La inteligencia artificial (IA) ha dado un salto enorme en los últimos años, especialmente en su capacidad para generar imágenes. Algunas veces estas son tan reales que incluso nos cuesta dudar de su autenticidad. Esta evolución, que tiene aplicaciones muy positivas en muchos sectores, también está siendo aprovechada con malas intenciones para cometer fraudes.
Uno de los más preocupantes golpea directamente al comercio electrónico y consiste en la creación por parte de usuarios de imágenes falsas de productos supuestamente defectuosos para reclamar reembolsos o compensaciones económicas de forma indebida.
Según advierte Logicalis Spain, proveedor global de servicios tecnológicos, esta práctica está creciendo rápidamente en sectores como la comida rápida, la moda, la electrónica o el mobiliario. Hoy, cualquier usuario con acceso a herramientas de IA generativa puede crear en solo unos segundos fotografías hiperrealistas de productos dañados que nunca han existido.
Manipulación digital
El fraude se basa en lo que los expertos denominan deepfakes visuales: imágenes completamente falsas o manipuladas digitalmente que simulan roturas, desperfectos, manchas, embalajes deteriorados o productos en mal estado. Estas pruebas visuales se envían después a las plataformas de comercio electrónico, servicios de atención al cliente o aplicaciones de reparto para exigir una devolución.

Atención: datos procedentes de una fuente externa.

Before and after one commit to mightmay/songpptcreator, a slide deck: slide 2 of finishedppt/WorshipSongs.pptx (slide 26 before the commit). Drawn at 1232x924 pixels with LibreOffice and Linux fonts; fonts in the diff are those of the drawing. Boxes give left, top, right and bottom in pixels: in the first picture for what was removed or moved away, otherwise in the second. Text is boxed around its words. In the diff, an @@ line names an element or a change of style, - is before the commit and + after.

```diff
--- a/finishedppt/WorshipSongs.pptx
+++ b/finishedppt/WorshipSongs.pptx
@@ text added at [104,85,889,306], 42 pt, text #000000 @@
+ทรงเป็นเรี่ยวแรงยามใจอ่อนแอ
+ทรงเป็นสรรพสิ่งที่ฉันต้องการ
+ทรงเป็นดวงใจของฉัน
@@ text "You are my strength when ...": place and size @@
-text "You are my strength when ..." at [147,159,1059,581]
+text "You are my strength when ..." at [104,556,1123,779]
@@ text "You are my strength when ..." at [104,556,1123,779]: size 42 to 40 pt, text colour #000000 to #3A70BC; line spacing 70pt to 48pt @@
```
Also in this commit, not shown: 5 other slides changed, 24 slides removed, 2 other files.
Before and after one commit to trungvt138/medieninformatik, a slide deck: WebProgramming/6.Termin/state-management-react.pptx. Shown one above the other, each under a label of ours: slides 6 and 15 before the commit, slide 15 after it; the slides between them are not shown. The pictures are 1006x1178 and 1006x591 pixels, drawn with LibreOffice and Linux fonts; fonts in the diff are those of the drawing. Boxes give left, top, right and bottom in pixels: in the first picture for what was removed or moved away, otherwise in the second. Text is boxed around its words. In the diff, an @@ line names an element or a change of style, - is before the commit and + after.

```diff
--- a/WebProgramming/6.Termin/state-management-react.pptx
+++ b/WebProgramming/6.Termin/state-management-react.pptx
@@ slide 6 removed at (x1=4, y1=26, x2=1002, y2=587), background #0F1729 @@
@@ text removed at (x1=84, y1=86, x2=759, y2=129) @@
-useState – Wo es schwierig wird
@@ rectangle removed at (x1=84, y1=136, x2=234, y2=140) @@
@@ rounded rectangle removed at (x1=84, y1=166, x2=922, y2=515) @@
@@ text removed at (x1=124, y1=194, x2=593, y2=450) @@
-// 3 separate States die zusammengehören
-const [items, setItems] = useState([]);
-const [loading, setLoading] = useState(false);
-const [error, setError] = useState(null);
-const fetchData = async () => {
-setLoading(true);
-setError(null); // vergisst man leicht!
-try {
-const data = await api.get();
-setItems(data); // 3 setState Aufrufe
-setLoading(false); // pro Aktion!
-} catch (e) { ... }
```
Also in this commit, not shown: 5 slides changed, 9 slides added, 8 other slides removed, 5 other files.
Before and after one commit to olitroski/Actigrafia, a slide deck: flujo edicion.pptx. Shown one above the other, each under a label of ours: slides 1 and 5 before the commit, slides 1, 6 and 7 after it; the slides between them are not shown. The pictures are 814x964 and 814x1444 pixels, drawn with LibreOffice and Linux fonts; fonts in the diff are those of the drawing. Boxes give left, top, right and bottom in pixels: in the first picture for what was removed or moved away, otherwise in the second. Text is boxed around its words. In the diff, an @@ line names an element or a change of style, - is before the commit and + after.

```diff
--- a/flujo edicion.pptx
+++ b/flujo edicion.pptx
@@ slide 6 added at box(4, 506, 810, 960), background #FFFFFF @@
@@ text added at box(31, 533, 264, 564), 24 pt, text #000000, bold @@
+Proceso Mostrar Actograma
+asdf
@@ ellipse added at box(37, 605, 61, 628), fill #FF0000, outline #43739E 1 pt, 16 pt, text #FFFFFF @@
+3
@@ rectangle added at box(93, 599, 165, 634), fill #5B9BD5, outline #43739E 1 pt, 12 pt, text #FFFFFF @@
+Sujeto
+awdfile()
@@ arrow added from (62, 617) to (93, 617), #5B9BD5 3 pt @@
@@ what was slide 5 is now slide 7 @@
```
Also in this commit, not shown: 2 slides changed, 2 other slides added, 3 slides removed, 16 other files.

Se han documentado casos de teléfonos móviles con pantallas rotas, prendas de ropa con supuestos descosidos o manchas inexistentes, e incluso hamburguesas o pedidos de comida rápida recreados digitalmente para aparentar mal estado o contaminación. En muchos casos, el sistema aprueba el reembolso sin exigir la devolución física del producto, especialmente cuando se trata de artículos de poco valor.
Imágenes poco fiables
Este tipo de fraude encuentra un terreno fértil en las actuales políticas de devolución, diseñadas para facilitar la experiencia del cliente. En el comercio online, a menudo resulta más caro gestionar la recogida de un producto que devolver directamente el dinero, por lo que algunas empresas optan por hacer el reembolso sin verificar físicamente el artículo, lo que está desencadenando abusos masivos.
Medios internacionales alertan de que el problema va en aumento porque afecta a uno de los pilares del comercio digital moderno: la confianza en la prueba visual. Muchas plataformas basan la resolución de las incidencias en las fotografías que aportada el comprador, un sistema rápido y eficiente que ahora se ve perjudicado por la pérdida de fiabilidad de las imágenes.
Los expertos coinciden en que la enorme calidad de las imágenes generadas por IA dificulta mucho la detección del fraude. Estas fotografías tienen sombras, texturas y una coherencia visual suficientes para superar filtros automáticos y revisiones humanas rápidas. En algunos mercados ya se ha detectado incluso la venta de paquetes de imágenes falsas diseñadas específicamente para estafar.
Impacto del fraude
El impacto de este fraude no solo se limita a las pérdidas económicas, sino que también existe un daño reputacional para las marcas. Especialmente, en sectores como la restauración, una imagen de un producto en mal estado puede afectar directamente a la percepción pública y a las reseñas online.
Ante este escenario, las empresas están empezando a reforzar sus sistemas de defensa para poder distinguir contenido auténtico de material falso. Entre las medidas que se plantean destacan la verificación inteligente de imágenes, el análisis automatizado de patrones sospechosos, modelos de riesgo basados en datos y estrategias de trazabilidad digital.
"El reto no consiste en convertir cada reclamación en una investigación forense, sino en integrar tecnología, procesos y cultura digital para actuar con mayor inteligencia y anticipación", explica Ramón Rico Gómez, de Cybersecurity Operations Manager, citado por Infobae. El objetivo, subraya, es proteger el sistema sin romper la confianza con el consumidor honesto.
El problema es que este abuso tiene consecuencias para los consumidores honrados. Y es que, a medida que el fraude se extiende, las plataformas endurecen sus políticas de devolución, exigen más pruebas, alargan los plazos y aplican controles adicionales. En la práctica, quienes cumplen las normas acaban pagando el precio de los abusos ajenos.